Hmmm, I thought I was one of the very few players who don't drink.


:food-smiley-004:


----------



## Chito

Milkman said:


> Hmmm, I thought I was one of the very few players who don't drink.
> 
> 
> :food-smiley-004:


Have been stopped quite a few times actually and when asked if I have had a drink, I tell them no. Most times they use their flashlight to check whats in the car and when they see the gear and stuff, they just let me go. I've stopped drinking alcohol during gigs for about 13 years now.


----------



## Milkman

Chito said:


> Have been stopped quite a few times actually and when asked if I have had a drink, I tell them no. Most times they use their flashlight to check whats in the car and when they see the gear and stuff, they just let me go. I've stopped drinking alcohol during gigs for about 13 years now.



I've stopped almost entirely. No particular reason. I just lost the taste for it.


----------



## PaulS

Count me in, it's a rare occasion I have a drink in the bar and if I do it's just one. Years back I figured out I was giving them back there money and it really doesn't do much for the playing....


----------



## james on bass

I rarely drink during gigs, other than lots of water. I find it unprofessional to be boozing on stage.
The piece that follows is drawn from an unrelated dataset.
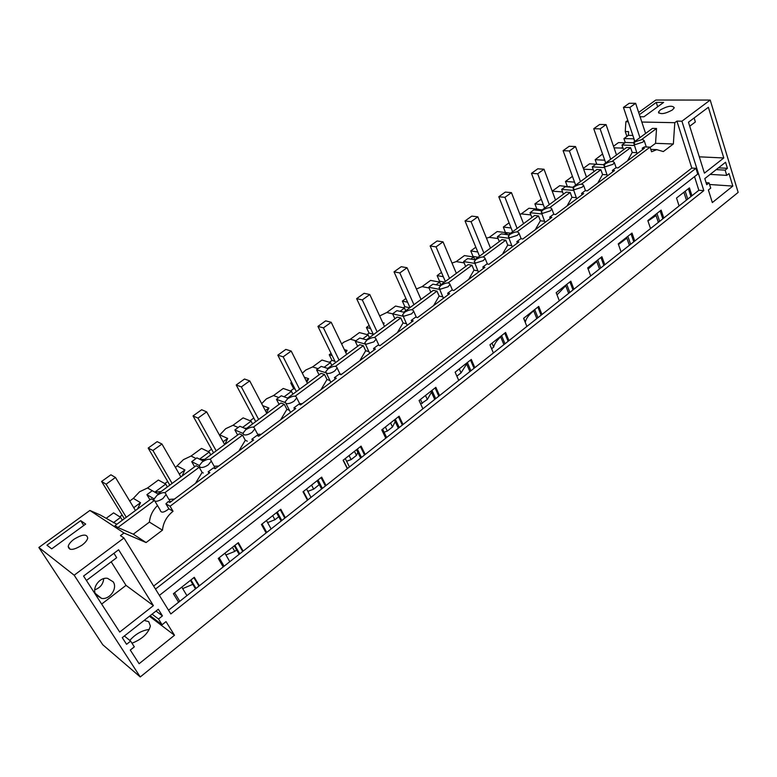 <?xml version="1.0" encoding="UTF-8"?>
<svg xmlns="http://www.w3.org/2000/svg" width="777" height="777" viewBox="0 0 777 777"><rect width="100%" height="100%" fill="white"/><g stroke="black" fill="none" stroke-linecap="round" stroke-linejoin="round"><path stroke-width="1.17" d="M154.914 501.184L160.198 510.071C160.936 513.17 163.84 512.762 168.891 508.848L165.919 503.826L170.076 506.225L650.048 147.125L644.483 146.902L642.22 148.174L644.376 148.261L618.084 167.89L615.938 167.764L612.363 170.435L614.5 170.561L587.354 190.831L585.236 190.656L581.546 193.415L583.663 193.59L555.623 214.52L553.535 214.297L549.718 217.142L551.806 217.366L522.834 238.995L520.775 238.724L516.831 241.666L518.89 241.948L488.927 264.306L486.907 263.976L482.828 267.016L484.848 267.356L453.855 290.491L451.874 290.103L447.649 293.25L449.64 293.638L417.56 317.589L415.608 317.142L411.247 320.396L413.189 320.852L379.963 345.648L378.059 345.143L373.533 348.514L375.437 349.038L340.996 374.737L339.141 374.155L334.45 377.651L336.305 378.244L300.592 404.904L298.786 404.244L293.92 407.867L295.716 408.537L258.663 436.208L256.915 435.46L251.865 439.228L253.603 439.986L215.122 468.716L213.432 467.88L208.187 471.794L209.868 472.63L169.872 502.496L168.259 501.563L165.919 503.826M157.08 495.289L153.817 499.339C154.37 502.146 157.372 501.903 162.84 498.601L166.074 494.57C165.52 491.763 162.519 492.006 157.08 495.289M170.076 506.225L173.048 511.285L168.891 508.848M153.982 498.795L146.902 494.667L152.282 490.705L158.576 494.308M146.902 494.667L149.961 499.796M154.099 500.689L117.9 527.505L115.035 525.611L151.224 498.863L153.933 500.446M157.838 506.109L157.275 505.778C152.661 510.402 150.039 515.841 149.417 522.095L162.451 530.176C163.296 522.494 166.832 516.2 173.048 511.285M650.796 149.378L656.779 149.631L651.582 151.768L650.048 147.125M123.97 537.995L170.833 613.937L703.816 190.647L681.915 121.202L710.207 100.058L738.15 192.405L140.258 676.961L74.174 575.203L123.97 537.995L120.454 535.644L124.009 533.003L146.086 542.55L162.451 530.176M153.642 586.072L691.812 168.085L676.913 121.105L674.805 122.679L673.348 143.988L655.555 143.337L656.536 128.487L652.457 128.39L633.032 142.754M656.779 149.631L663.315 151.573L673.348 143.988M168.93 499.426L174.446 499.067M137.558 508.964L140.52 502.68L133.343 498.378L139.607 491.754L147.523 487.985L158.372 480.031L165.734 484.09L167.385 486.917M161.072 491.588L154.808 492.152L147.523 487.985M117.9 527.505L133.275 534.178L149.417 522.095M146.086 542.55L133.275 534.178M124.009 533.003L89.889 510.45L100.175 514.947L116.851 524.271M89.889 510.45L38.85 547.474L74.174 575.203M82.032 545.143C73.543 550.33 68.939 550.747 68.201 546.386C68.755 544.133 70.678 541.763 73.961 539.287C82.391 534.149 86.975 533.75 87.723 538.102C87.179 540.326 85.285 542.667 82.032 545.143M80.711 520.648L46.95 545.182L51.719 548.853L85.684 524.077L80.711 520.648L83.761 525.485M155.487 589.073L695.93 168.318L691.812 168.085M159.382 595.386L697.756 174.106L695.93 168.318M703.816 190.647L698.853 190.278L694.521 176.632M681.915 121.202L676.913 121.105M710.207 100.058L655.788 100.039L638.665 112.451M628.272 121.785L625.873 121.736L627.787 120.348M674.805 122.679L641.831 122.038M660.372 109.858L658.478 112.082C660.295 114.666 664.937 113.966 672.396 109.965L674.271 107.77C672.416 105.186 667.783 105.876 660.372 109.858M640.073 116.735L643.929 116.783L663.636 102.409L656.264 102.389L639.393 114.656M625.873 121.736L625.262 131.536L628.622 131.634L628.389 135.324L632.857 135.46M650.135 147.387L655.555 143.337M200.01 467.249C202.156 467.929 204.914 467.123 208.304 464.84L211.286 461.13C210.684 458.391 207.682 458.644 202.273 461.868L199.262 465.598L200.01 467.249M209.023 473.261L208.187 471.794M642.88 142.104L644.172 140.559L642.443 139.394L635.1 141.822L633.799 143.376L635.508 144.532L642.88 142.104M642.676 149.534L642.22 148.174M612.995 164.297L614.374 162.646C613.257 160.771 610.227 161.169 605.302 163.86L603.914 165.52L605.545 166.734L612.995 164.297M612.839 171.804L612.363 170.435M582.148 187.208L583.614 185.441C582.536 183.489 579.516 183.877 574.533 186.606L573.057 188.374L574.621 189.646L582.148 187.208M582.051 194.794L581.546 193.415M550.291 210.868L551.855 208.984C550.815 206.944 547.785 207.323 542.773 210.091L541.19 211.995L542.686 213.316L550.291 210.868M550.242 218.531L549.718 217.142M517.365 235.314L519.036 233.294C518.045 231.187 515.015 231.536 509.955 234.363L508.265 236.393L509.693 237.772L517.365 235.314M517.385 243.065L516.831 241.666M483.323 260.606L485.11 258.43C484.158 256.245 481.138 256.575 476.029 259.44L474.223 261.626L475.573 263.053L483.323 260.606M483.411 268.434L482.828 267.016M448.096 286.752L450.019 284.421C449.116 282.158 446.095 282.478 440.947 285.392L439.015 287.733L440.277 289.209L448.096 286.752M448.261 294.668L447.649 293.25M411.645 313.83L413.704 311.315C412.849 308.964 409.829 309.275 404.632 312.237L402.564 314.763L403.749 316.278L411.645 313.83M411.888 321.824L411.247 320.396M373.883 341.87L376.097 339.16C375.291 336.732 372.27 337.024 367.035 340.035L364.811 342.764L365.909 344.318L373.883 341.87M374.203 349.951L373.533 348.514M334.751 370.93L337.121 368.007C336.373 365.501 333.352 365.782 328.079 368.842L325.68 371.785L326.699 373.378C329.001 373.805 331.692 372.989 334.751 370.93M335.159 379.098L334.45 377.651M294.162 401.078L296.727 397.911C296.018 395.328 293.007 395.59 287.684 398.708L285.101 401.894L286.033 403.506C288.286 404.011 290.996 403.205 294.162 401.078M294.668 409.324L293.92 407.867M252.039 432.352L254.807 428.933C254.147 426.272 251.146 426.524 245.785 429.7L242.997 433.139L243.832 434.78C246.037 435.363 248.776 434.557 252.039 432.352M252.651 440.695L251.865 439.228M195.464 483.381L202.117 472.416L199.203 467.268L164.879 492.696M157.906 493.919L196.086 465.705L199.203 467.268M613.5 146.241L618.502 142.579L624.951 142.822M628.389 135.324L623.931 138.597L625.281 142.579M106.362 518.172L113.588 512.869L120.61 517.365L122.348 520.202M119.755 516.812L122.135 515.064M129.72 501.039L133.353 498.378M164.831 483.595L167.686 481.487M175.476 467.482L183.44 459.644L191.055 456.05L201.515 448.387L209.198 452.049L210.761 454.856M208.255 451.592L211.548 449.174M219.502 435.188L225.699 428.69L233.022 425.272L243.104 417.88L251.078 421.153L252.574 423.96M250.097 420.755L253.797 418.036M261.674 403.632L266.443 398.834L273.514 395.58L283.236 388.451L291.472 391.365L292.9 394.153M290.462 391.016L293.657 388.665L290.744 382.944L291.628 382.294M302.34 373.203L305.779 370.027L312.587 366.929L321.989 360.033L330.458 362.626L331.808 365.384M329.419 362.305L332.002 360.402L329.234 354.72L331.07 353.37M341.647 343.997L343.764 342.201L350.34 339.248L359.411 332.585L368.104 334.858L369.396 337.606M367.045 334.586L369.056 333.1L366.414 327.457L369.143 325.446M379.652 315.948L386.81 312.49L395.59 306.06L404.487 308.042L405.711 310.771M403.389 307.799L404.875 306.701L402.36 301.087L405.924 298.475M416.423 288.986L422.086 286.626L430.575 280.4L439.646 282.109L440.821 284.819M438.539 281.896L439.52 281.167L437.121 275.592L441.462 272.416M452.01 263.073L456.216 261.596L464.432 255.575L473.669 257.022L474.786 259.712M472.542 256.837L473.057 256.459L470.765 250.922L475.825 247.212M486.47 238.15L489.248 237.364L497.202 231.536L506.594 232.741L507.352 234.644M505.448 232.595L503.341 227.03L509.081 222.824M519.852 214.199L521.241 213.898L528.952 208.246L538.48 209.227L538.947 210.431M536.878 209.062L534.906 203.885L541.268 199.223M552.204 191.171L559.722 185.684L572.766 187.296L596.882 169.473L600.874 169.726L602.563 174.514L597.746 183.071M567.259 186.276L565.491 181.449L572.435 176.36M583.342 168.356L589.558 163.801L599.358 164.452M596.746 164.209L595.153 159.703L602.583 154.001M133.741 507.682L140.52 502.68M154.808 492.152L165.734 484.09M140.258 676.961L102.758 644.745L38.85 547.474M625.262 131.536L626.903 136.412M94.716 589.801C100.155 587.927 103.156 584.207 103.729 578.632M113.325 522.736L120.61 517.365M688.471 122.222L708.371 107.294L723.785 157.964L704.428 173.164L688.471 122.222M710.712 188.141L709.061 182.867L706.73 184.712L704.817 178.593L725.572 162.238L727.418 168.327L725.135 170.134L726.738 175.379L729.011 173.572L732.818 186.082L712.334 202.564L708.391 189.986L710.712 188.141M118.628 549.757L83.566 576.058L119.716 632.06L153.409 605.623L118.628 549.757M174.495 635.265L166.016 621.619L162.092 624.747L158.508 619.016L162.451 615.889L158.323 609.236L122.271 637.645L126.573 644.308L130.623 641.103L134.324 646.843L130.283 650.058L139.112 663.723L174.495 635.265L149.417 616.248M168.531 610.207L698.853 190.278M178.603 602.233L173.407 593.725L194.289 577.301L199.349 585.8M223.193 566.928L218.259 558.449L238.354 542.647L243.162 551.107M266.113 532.935L261.431 524.494L280.779 509.275L285.344 517.705M307.459 500.194L303.02 491.792L321.668 477.127L326 485.518M347.319 468.628L343.104 460.266L361.082 446.124L365.209 454.467M385.771 438.179L381.769 429.856L399.116 416.21L403.03 424.514M422.892 408.789L419.085 400.514L435.839 387.334L439.559 395.59M458.741 380.409L455.118 372.173L471.309 359.44L474.844 367.657M493.385 352.972L489.937 344.784L505.594 332.478L508.964 340.637M526.893 326.437L523.611 318.298L538.743 306.4L541.957 314.51M559.314 300.777L556.186 292.686L570.833 281.167L573.892 289.229M590.685 275.922L587.713 267.89L601.893 256.731L604.807 264.743M621.085 251.855L618.249 243.871L631.992 233.071L634.76 241.025M650.534 228.535L647.833 220.61L661.149 210.13L663.791 218.036M679.088 205.924L676.514 198.048L689.432 187.888L691.948 195.746M656.264 102.389L657.672 106.76M623.931 138.597L633.974 138.811M633.809 138.928L634.683 141.531M641.802 139.404L656.536 128.487M634.081 142.793L625.427 142.473L621.979 145.008L623.591 149.728M637.13 153.671L634.051 144.133M202.117 472.416L203.273 472.999M636.917 152.661L632.225 152.447L627.534 160.839M604.341 164.734L595.833 164.248L592.278 166.861L593.968 171.62M604.642 167.609L592.278 166.861M607.391 175.874L604.195 166.346M602.563 174.514L607.167 174.815M573.659 187.374L565.316 186.713L561.645 189.413L563.412 194.211M573.795 190.414L561.645 189.413M576.699 198.786L573.377 189.267M576.447 197.679L571.959 197.28L567.016 206.012M541.996 210.752L533.809 209.907L530.021 212.694L531.876 217.521M541.938 213.957L530.021 212.694M544.998 222.445L541.559 212.956M544.726 221.28L540.365 220.785L535.285 229.701M509.304 234.897L501.272 233.848L497.358 236.732L499.31 241.589M509.013 238.286L497.358 236.732M512.257 246.892L508.673 237.432M511.936 245.649L507.731 245.066L502.505 254.176M475.524 259.848L467.647 258.595L463.607 261.567L465.656 266.462M474.97 263.422L463.607 261.567M478.409 272.164L474.689 262.743M478.04 270.843L473.999 270.153L468.628 279.458M440.608 285.645L432.896 284.178L428.71 287.257L430.856 292.181M439.733 289.403L428.71 287.257M443.405 298.29L439.529 288.937M442.958 296.872L439.131 296.095L433.595 305.614M404.487 312.344L396.94 310.635L392.618 313.821L394.871 318.774M403.244 316.288L392.618 313.821M407.177 325.34L403.137 316.054M406.633 323.795L403.049 322.941L397.348 332.673M367.103 339.986L359.732 338.024L355.254 341.317L357.624 346.309M365.316 344.065L355.254 341.317M369.667 353.341L365.452 344.143M368.997 351.651L365.695 350.728L359.819 360.683M340.073 374.058L341.686 374.232M328.38 368.628L321.202 366.385L316.56 369.794L319.056 374.815M325.806 372.746L316.56 369.794M330.808 382.352L326.408 373.261M329.963 380.477L327 379.516L320.95 389.704M299.621 403.593L302.146 403.739M288.248 398.319L281.274 395.775L278.865 397.542L273.514 395.58M285.091 402.515L276.457 399.31L278.865 397.542M290.52 412.422L285.917 403.457M289.452 410.314L286.898 409.353L280.652 419.794M257.673 434.294L261.15 434.343M246.63 429.118L239.86 426.252L234.868 429.924L237.626 435.003M242.958 433.411L234.868 429.924M247.29 441.171L245.299 440.297L238.85 451M214.141 466.219L218.619 466.103M203.438 461.091L196.902 457.867L191.715 461.684L194.619 466.792M199.291 465.481L191.715 461.684M196.037 458.508L191.064 456.05M200.204 459.498L204.681 459.353M182.032 476.097L184.907 469.949L177.399 466.074M623.037 148.116L614.053 147.844M621.309 148.145L622.698 147.125M179.283 474.096L184.907 469.949M199.534 459.168L209.198 452.049M223.125 441.773L227.671 438.422L219.862 434.935M238.199 427.476L233.032 425.272M244.444 428.185L246.707 428.292M224.874 444.425L227.671 438.422M242.599 427.408L251.078 421.153M265.355 410.625L268.891 408.022L262.733 405.652M266.53 412.859L268.891 408.022M284.1 396.804L291.472 391.365M293.657 388.665L295.134 389.18M290.744 382.944L292.22 383.459M306.06 380.613L308.663 378.69L304.39 377.272M318.094 368.667L312.597 366.929M306.847 382.177L308.663 378.69M324.126 367.298L330.458 362.626M332.002 360.402L334.926 361.286M329.234 354.72L332.158 355.584M345.328 351.66L347.057 350.388L344.347 349.611M355.992 340.782L350.34 339.238M345.804 352.651L347.057 350.388M362.733 338.821L368.104 334.858M369.056 333.1L373.222 334.178M366.414 327.457L370.571 328.506M383.226 323.708L384.139 323.038L382.77 322.708M392.628 313.84L386.81 312.49M383.459 324.203L384.139 323.038M400.019 311.334L404.487 308.042M404.875 306.701L409.751 307.779M402.36 301.087L407.595 302.224M429.03 287.985L422.086 286.626M436.033 284.77L439.646 282.109M439.52 281.167L444.502 282.1M437.121 275.592L443.308 276.719M464.16 262.898L456.216 261.596M470.843 259.1L473.669 257.022M473.057 256.459L478.117 257.245M470.765 250.922L477.787 251.981M498.086 238.558L489.248 237.364M504.516 234.275L506.594 232.741M505.526 232.527L510.674 233.187M503.341 227.03L511.111 227.991M530.876 214.918L521.25 213.898M537.101 210.246L538.48 209.227M538.597 209.508L542.2 209.887M534.906 203.885L543.346 204.71M562.567 191.909L552.253 191.161M561.878 191.977L562.441 191.56M568.657 186.975L569.376 186.441M565.491 181.449L574.533 182.129M593.269 169.648L583.644 169.201M592.055 169.726L593.036 168.998M595.153 159.703L604.749 160.208M618.473 244.512L626.854 238.131M588.14 269.056L596.765 261.499M557.012 294.842L565.734 285.713M525.203 322.251L525.33 322.154C526.058 318.492 528.855 314.714 533.721 310.829M491.618 348.756L493.696 347.115C494.434 343.822 496.775 340.423 500.699 336.897M456.876 376.165L461.043 372.873L466.627 364.005M420.687 403.991L427.331 399.475L431.468 392.22M384.081 432.206L387.305 431.06L392.492 426.971L395.211 421.639M346.61 461.266L351.117 459.615L356.478 455.39L357.818 452.379M307.818 491.365L313.675 489.16L319.298 484.576M267.609 522.581L274.922 519.735L278.758 516.715M225.922 554.972L234.79 551.408L236.626 549.951M182.682 588.607L192.822 584.343M647.969 221.008L656.041 215.54M129.778 640.413C135.567 633.964 142.065 630.312 149.271 629.467M113.219 581.856C117.842 588.335 109.751 599.912 101.593 598.397L96.037 594.939C91.356 588.49 99.417 576.893 107.527 578.331L113.219 581.856M723.785 157.964L699.31 156.828M689.723 126.224L695.357 121.979L694.123 117.987M709.061 182.867L706.089 182.663M727.418 168.327L718.472 167.832M725.135 170.134L716.19 169.629M726.738 175.379L710.159 174.378M732.818 186.082L709.566 184.489M153.409 605.623L126.01 585.382L111.189 561.829M86.422 580.477L116.686 557.692L113.928 553.282M126.01 585.382L101.651 604.069M144.133 620.415L148.728 621.658L150.369 626.009C148.368 633.342 142.24 639.092 132.003 643.23M130.623 641.103L124.369 635.984M162.451 615.889L155.983 611.072M158.508 619.016L152.069 614.16M162.092 624.747L150.126 615.695M198.941 586.12L193.871 577.622M242.686 551.485L237.869 543.026M284.809 518.133L280.235 509.702M325.398 485.994L321.056 477.602M364.549 454.992L360.421 446.639M402.331 425.077L398.407 416.773M438.801 396.192L435.081 387.927M474.048 368.288L470.503 360.072M508.119 341.307L504.749 333.139M541.083 315.209L537.869 307.09M572.979 289.947L569.92 281.886M603.865 265.491L600.951 257.478M633.789 241.793L631.011 233.828M662.8 218.823L660.149 210.917M690.928 196.552L688.403 188.694M634.518 145.503L621.979 145.008M603.36 164.675L626.573 147.523L630.613 147.688L632.225 152.447M612.072 161.422L630.613 147.688M581.39 184.159L600.874 169.726M541.151 210.664L566.239 192.123L570.192 192.453L571.959 197.28M549.708 207.634L570.192 192.453M508.508 234.79L534.605 215.501L538.51 215.928L540.365 220.785M516.967 231.886L538.51 215.928M474.766 259.722L501.932 239.646L505.778 240.171L507.731 245.066M483.129 256.954L505.778 240.171M439.879 285.509L468.172 264.598L471.96 265.229L473.999 270.153M448.125 282.877L471.96 265.229M403.787 312.189L433.265 290.404L436.975 291.132L439.131 296.095M411.897 309.712L436.975 291.132M366.423 339.811L397.154 317.094L400.786 317.948L403.049 322.941M374.388 337.5L400.786 317.948M327.709 368.415L359.77 344.726L363.315 345.707L365.695 350.728M335.518 366.297L363.315 345.707M287.587 398.077L321.047 373.348L324.504 374.456L327 379.516M295.211 396.153L324.504 374.456M276.457 399.31L279.079 404.361M245.969 428.836L280.915 403.01L284.265 404.263L286.898 409.353M253.399 427.127L284.265 404.263M202.778 460.761L239.287 433.78L242.531 435.178L245.299 440.297M209.984 459.285L242.531 435.178M523.737 318.201L525.33 322.154M492.026 343.143L493.696 347.115M459.294 368.881L461.043 372.873M425.495 395.464L427.331 399.475M420.464 399.417L422.309 403.438M390.569 422.931L392.492 426.971M385.373 427.02L387.305 431.06M354.458 451.33L356.478 455.39M349.087 455.555L351.117 459.615M317.113 480.71L319.221 484.78M311.548 485.081L313.675 489.16M272.688 515.646L274.922 519.735M232.44 547.299L234.79 551.408M686.431 200.116L683.886 192.249M658.342 222.358L655.671 214.442M629.37 245.299L626.573 237.325M599.494 268.959L596.551 260.936M568.657 293.376L565.569 285.305M536.81 318.589L533.576 310.47M503.914 344.638L500.514 336.47M469.9 371.561L466.336 363.345M434.731 399.417L430.982 391.152M398.339 428.234L394.395 419.92M360.654 458.08L356.507 449.728M321.6 488.995L317.239 480.604M281.119 521.056L276.525 512.626M239.112 554.312L234.285 545.842M195.513 588.84L190.423 580.341M179.788 601.291L174.602 592.783M196.027 588.432L190.948 579.933M224.087 566.21L219.172 557.731M239.724 553.826L234.897 545.367M266.744 532.43L262.072 523.989M281.808 520.503L277.224 512.072M307.847 499.883L303.418 491.482M322.368 488.383L318.016 479.992M347.484 468.502L343.269 460.139M361.49 457.41L357.352 449.057M399.242 427.515L395.308 419.211M435.703 398.65L431.954 390.384M470.93 370.755L467.365 362.538M504.992 343.784L501.592 335.615M537.937 317.696L534.702 309.576M569.823 292.453L566.744 284.382M600.699 267.997L597.775 259.974M630.623 244.308L627.826 236.334M659.624 221.338L656.963 213.422M687.752 199.067L685.217 191.21M115.462 477.457L106.099 484.197L101.583 481.468L110.907 474.796L115.462 477.457L135.46 510.518M181.789 587.13L186.927 595.638M106.099 484.197L126.301 517.288M101.583 481.468L124.369 518.715M161.946 444.026L152.933 450.505L148.184 448.067L157.148 441.647L161.946 444.026L180.915 476.923M224.912 553.214L229.798 561.684M152.933 450.505L172.105 483.43M148.184 448.067L169.813 485.13M206.663 411.859L197.989 418.094L193.026 415.928L201.651 409.741L206.663 411.859L224.67 444.58M266.482 520.522L271.124 528.962M197.989 418.094L216.191 450.845M193.026 415.928L213.558 452.787M249.718 380.895L241.365 386.897L236.208 384.974L244.522 379.021L249.718 380.895L266.822 413.422M306.565 488.995L310.994 497.397M241.365 386.897L258.654 419.463M236.208 384.974L255.72 421.629M291.2 351.058L283.158 356.837L277.816 355.157L285.829 349.407L291.2 351.058L307.459 383.391M345.26 458.566L349.465 466.938M283.158 356.837L299.582 389.209M277.816 355.157L296.358 391.589M331.206 322.29L323.446 327.865L317.939 326.398L325.66 320.852L331.206 322.29L346.659 354.419M382.624 429.186L386.625 437.509M323.446 327.865L339.054 360.033M317.939 326.398L335.577 362.606M369.794 294.532L362.305 299.912L356.643 298.65L364.112 293.298L369.794 294.532L384.489 326.447M362.305 299.912L377.146 331.876M356.643 298.65L373.426 334.625M407.051 267.735L399.815 272.931L394.026 271.853L401.233 266.686L407.051 267.735L421.037 299.446M399.815 272.931L413.937 304.681M394.026 271.853L409.994 307.595M443.036 241.851L436.052 246.872L430.137 245.969L437.101 240.977L443.036 241.851L456.352 273.339M436.052 246.872L449.494 278.409M430.137 245.969L445.347 281.478M477.826 216.832L471.066 221.688L465.034 220.95L471.775 216.123L477.826 216.832L490.501 248.096M471.066 221.688L483.867 253.001M465.034 220.95L479.526 256.206M511.46 192.638L504.933 197.329L498.795 196.756L505.312 192.084L511.46 192.638L523.533 223.679M504.933 197.329L517.113 228.428M498.795 196.756L512.597 231.76M544.017 169.221L537.694 173.766L531.468 173.339L537.781 168.813L544.017 169.221L555.516 200.048M537.694 173.766L549.3 204.633M531.468 173.339L544.619 208.1M575.534 146.552L569.405 150.961L563.102 150.66L569.211 146.28L575.534 146.552L586.489 177.146M569.405 150.961L580.468 181.604M563.102 150.66L575.64 185.169M606.06 124.592L600.126 128.865L593.745 128.7L599.669 124.456L606.06 124.592L616.501 154.963M600.126 128.865L610.673 159.275M593.745 128.7L605.701 162.947M635.644 103.312L629.894 107.449L623.445 107.411L629.185 103.292L635.644 103.312L645.6 133.459M629.894 107.449L639.947 137.636M623.445 107.411L634.848 141.404M170.464 502.049L166.074 494.57M646.309 146.979L644.172 140.559M616.151 167.783L614.374 162.646M585.499 190.686L583.614 185.441M553.865 214.335L551.855 208.984M521.182 238.782L519.036 233.294M487.412 264.063L485.11 258.43M452.496 290.219L450.019 284.421M416.375 317.317L413.704 311.315M379.001 345.396L376.097 339.16M340.297 374.524L337.121 368.007M300.223 404.768L296.727 397.911M258.683 436.188L254.807 428.933M215.414 468.492L211.286 461.13M70.085 549.3L68.201 546.386M658.478 112.082L658.809 113.121M340.2 374.32L341.161 374.621M300.184 403.593L301.641 404.127M259.654 434.236L260.713 434.673M217.677 466.025L218.298 466.336M203.904 459.294L204.419 459.547M621.415 148.135L623.067 148.203M245.377 428.195L246.309 428.583M592.346 169.687L593.307 169.755M101.583 598.397L95.28 593.424"/></g></svg>

I actually had a bartender yell at me for ordering water when he had paying customers he could be serving.


----------



## Milkman

I just freeze six bottles solid at home and bring them to the gig. They thaw as the night wears on and it's a lot cheaper. Bloody bar owners. Maybe one in ten will give the band free water. Most will charge you $2.00 a bottle.


----------



## david henman

Milkman said:


> Hmmm, I thought I was one of the very few players who don't drink. :food-smiley-004:


...been there, done that, for way too long. in almost every band i've been in, i tried to institute a policy of partying AFTER the show but, eventually, you end up thinking "can't beat 'em, might as well join 'em." as well, now that i'm the singer, i _can't_ drink. 

for me, its enough knowing that there's a double whiskey, a fattie and a live performance dvd waiting at home.

when you're young, you can get away with a lot. i think, when you're older, booze really does impair your performance.

-dh


----------



## Milkman

david henman said:


> ...been there, done that, for way too long. in almost every band i've been in, i tried to institute a policy of partying AFTER the show but, eventually, you end up thinking "can't beat 'em, might as well join 'em." as well, now that i'm the singer, i _can't_ drink.
> 
> for me, its enough knowing that there's a double whiskey, a fattie and a live performance dvd waiting at home.
> 
> when you're young, you can get away with a lot. i think, when you're older, booze really does impair your performance.
> 
> -dh



Right on.

I've never been a big drinker, but I have had one or two during a performance on rare occasions.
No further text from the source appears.